友人に片想いがバレて行方を眩ませたモブMとそれを捜索する友人Cと巻き込まれた超畏怖い高等吸血鬼D 金曜日の夜の居酒屋は人で賑わっている。華金、と言うらしい。
夜でも明るく騒がしい店の中で、窓の外が一瞬ピカッと光ったのをクラージィは見た。後で知ることになるのだが、この時自分達のいた店からほど近い大通り、夜の歓楽街の中心部で、退治人から逃げようとしていたヨセフが笑い転げながら大規模な催眠波を撒き散らしていたらしい。お陰で酒場の賑やかな注文風景は一瞬で週末の性癖大博覧会へと変わってしまった。
カウンターに座る濃い髭面の黒人は何故かそのまま趣味趣向を熱弁し始めているし、別の草臥れたスーツの青年は楽しみにしていた酒を頼むに頼めなくなってか静かに男泣きを始めている。阿鼻叫喚となった居酒屋の隅で、ここでもひっそりと大事故が起きていた。ーー最もこれを事故と呼ぶのだとはあとから吉田から聞いて初めて知ったのだが。
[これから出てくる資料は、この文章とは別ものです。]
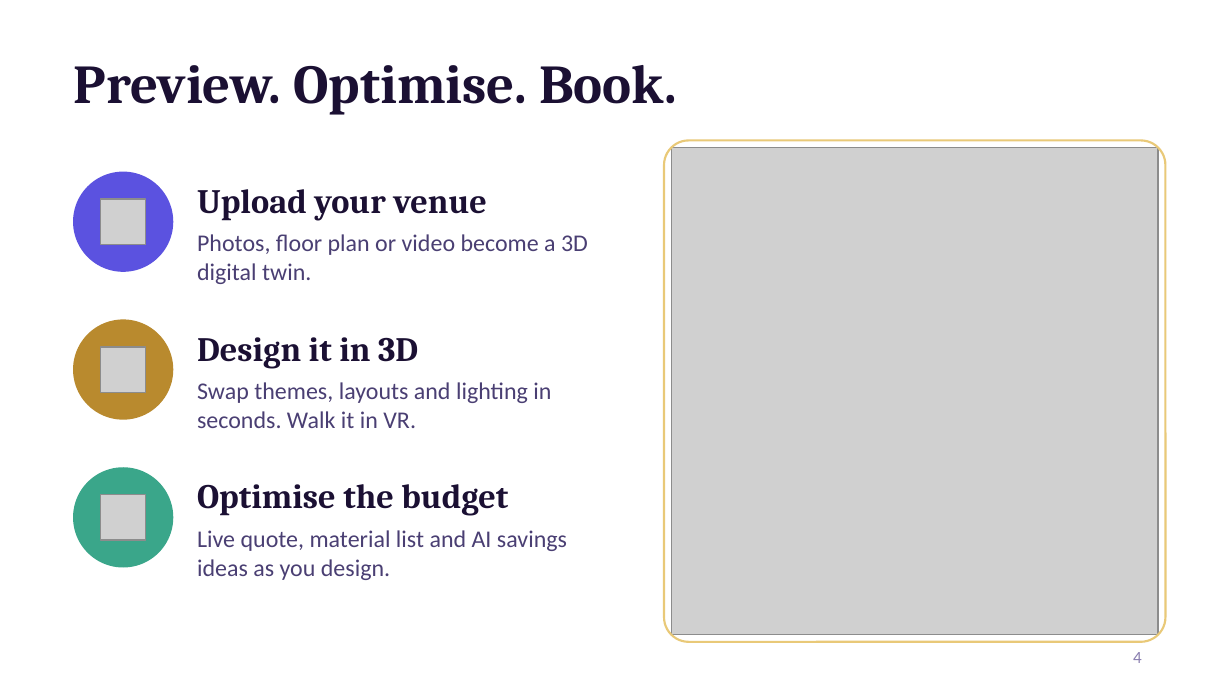
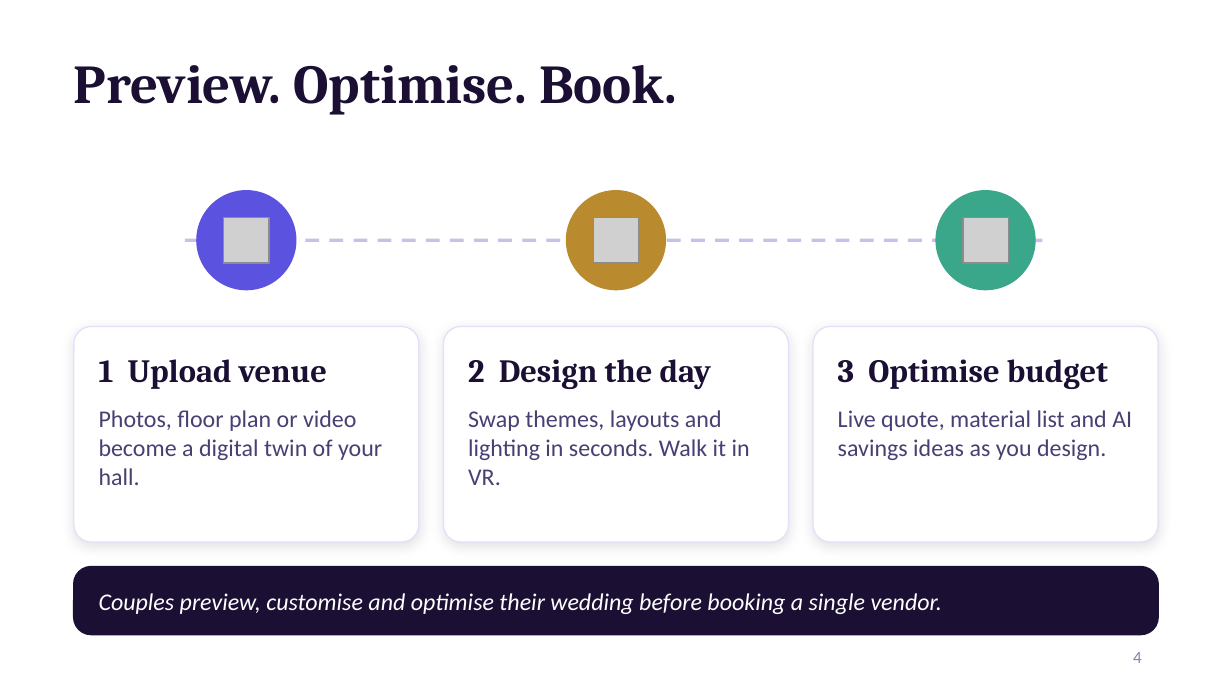
Before and after one commit to vaibhavdave/weddingplanner, a slide deck: slide 4 of pitch/WedVerse_AI_Shark_Tank_Pitch.pptx. Drawn at 1232x693 pixels with LibreOffice and Linux fonts; fonts in the diff are those of the drawing; grey boxes stand for pictures; background and template pictures are left out. Boxes give left, top, right and bottom in pixels: in the first picture for what was removed or moved away, otherwise in the second. Text is boxed around its words. In the diff, an @@ line names an element or a change of style, - is before the commit and + after.

```diff
--- a/pitch/WedVerse_AI_Shark_Tank_Pitch.pptx
+++ b/pitch/WedVerse_AI_Shark_Tank_Pitch.pptx
@@ picture removed at bbox=[671, 148, 1158, 634] @@
@@ ellipse: place and size @@
-ellipse at bbox=[74, 172, 172, 271]
+ellipse at bbox=[197, 191, 296, 290]
@@ ellipse: place and size @@
-ellipse at bbox=[74, 320, 172, 419]
+ellipse at bbox=[567, 191, 665, 290]
@@ ellipse: place and size @@
-ellipse at bbox=[74, 468, 172, 567]
+ellipse at bbox=[936, 191, 1035, 290]
@@ picture: place and size @@
-picture at bbox=[101, 200, 147, 245]
+picture at bbox=[224, 218, 270, 264]
@@ picture: place and size @@
-picture at bbox=[101, 347, 147, 393]
+picture at bbox=[594, 218, 639, 264]
@@ picture: place and size @@
-picture at bbox=[101, 495, 147, 541]
+picture at bbox=[963, 218, 1009, 264]
@@ line added from (185, 240) to (1047, 240), #C9BFEA 2 pt dashed @@
@@ rounded rectangle added at bbox=[74, 326, 419, 542], fill #FFFFFF, outline #E6DEFA 0.75 pt @@
@@ rounded rectangle added at bbox=[444, 326, 788, 542], fill #FFFFFF, outline #E6DEFA 0.75 pt @@
@@ rounded rectangle: place and size @@
-rounded rectangle at bbox=[664, 140, 1165, 642]
+rounded rectangle at bbox=[813, 326, 1158, 542]
@@ rounded rectangle at bbox=[813, 326, 1158, 542]: fill none to #FFFFFF; outline #E9C978 1.25 pt to #E6DEFA 0.75 pt; shadow on; proportions changed @@
@@ text at bbox=[99, 359, 328, 389]: text changed; size 20 to 19 pt @@
-Upload your venue
+1 Upload venue
@@ text removed at bbox=[197, 337, 418, 369] @@
-Design it in 3D
@@ text added at bbox=[468, 359, 711, 389], 19 pt, text #1B1033, bold @@
+2 Design the day
@@ text at bbox=[838, 359, 1108, 389]: text changed; size 20 to 19 pt @@
-Optimise the budget
+3 Optimise budget
@@ text at bbox=[99, 410, 382, 485]: text changed @@
-Photos, floor plan or video become a 3D digital twin.
+Photos, floor plan or video become a digital twin of your hall.
@@ text "Swap themes, layouts and lighting ..." rewrapped from bbox=[197, 382, 551, 428] to bbox=[468, 410, 750, 485] @@
@@ text "Live quote, material list and ..." rewrapped from bbox=[197, 530, 567, 580] to bbox=[838, 410, 1132, 460] @@
@@ rounded rectangle added at bbox=[74, 567, 1158, 634], fill #1B1033, outline #1B1033 1 pt @@
@@ text added at bbox=[99, 593, 942, 614], 14 pt, text #FFFFFF, italic @@
+Couples preview, customise and optimise their wedding before booking a single vendor.
```
Also in this commit, not shown: 3 other slides changed, 1 slide added, 1 slide removed, 22 other files.

「すみません生3つとあと"初めて見る物の使い方を教えた時にいつでも新鮮に驚いて褒めてくれる拙い片言"、」
「あ」
「ハ?」
「 ゜」
スムーズに3人分の注文をしてくれようとしていた三木が片手を上げたまま固まった。注文のすぐあとに奇妙な言葉が続いた気がする。なんだろうか。何かを察した顔をしている吉田の隣で首を捻ったクラージィの口からは気の抜けた声が出た。その後に聞こえた風が鳴るような音は、もしや三木の声だったのだろうか。いずれにせよ注文が終わったと受け取ったのか、伝票を持ったままの年若い店員が「優しくよしよししてくれるエッチなお姉さん!」と威勢よく答えてから膝から崩れ落ちていた。注文の後によく聞く、『カシコマリマシタ』という挨拶をしようとしたのかもしれない。
沈黙が落ちる。
賑わいと奇妙な空気の中で、三木が静かに手を下げる。暫くすると慣れた様子の別の店員からジョッキが3つ、クラージィ達のテーブルに届けられた。三木は運ばれてきたジョッキを一息で空け、器用にもジェスチャーで用を足しに行くと伝えてきたのでクラージィ達は笑顔で頷いた。
彼はそのまま帰って来なかった。
マンションにすら帰る様子を見せなくなって、もう2週間に差し掛かろうとしている。
「カクカクシカジカデ、三木サンの行キ先、知ラナイデスカ、ロナルドサン」
「エッアッすんません何ですか!?ごめんなさい俺なにか聞き逃したんですかね!エーン本当にすんませんもう一回教えてもらっていいですか!」
「ナ、ナニ…?」
「あー、勝手にネガ思考に走って早口になって引かれているロナ造を眺めているのも面白いんですが、部屋のど真ん中でデカい二人に立ち往生を続けられていると買ったばかりのクソゲーを満喫できないので早急に退いていただけませんかねブェーーッ!スナァ…」
クラージィの目の前で動揺した様子で泣き出した退治人の青年が、ひょっこりその後ろから顔を出した同胞を塵にした。力を貸してもらえないかと思って以前世話になったこの事務所を再び訪ねたのだが、彼等の怒涛のような掛け合いには未だ圧倒されてしまう。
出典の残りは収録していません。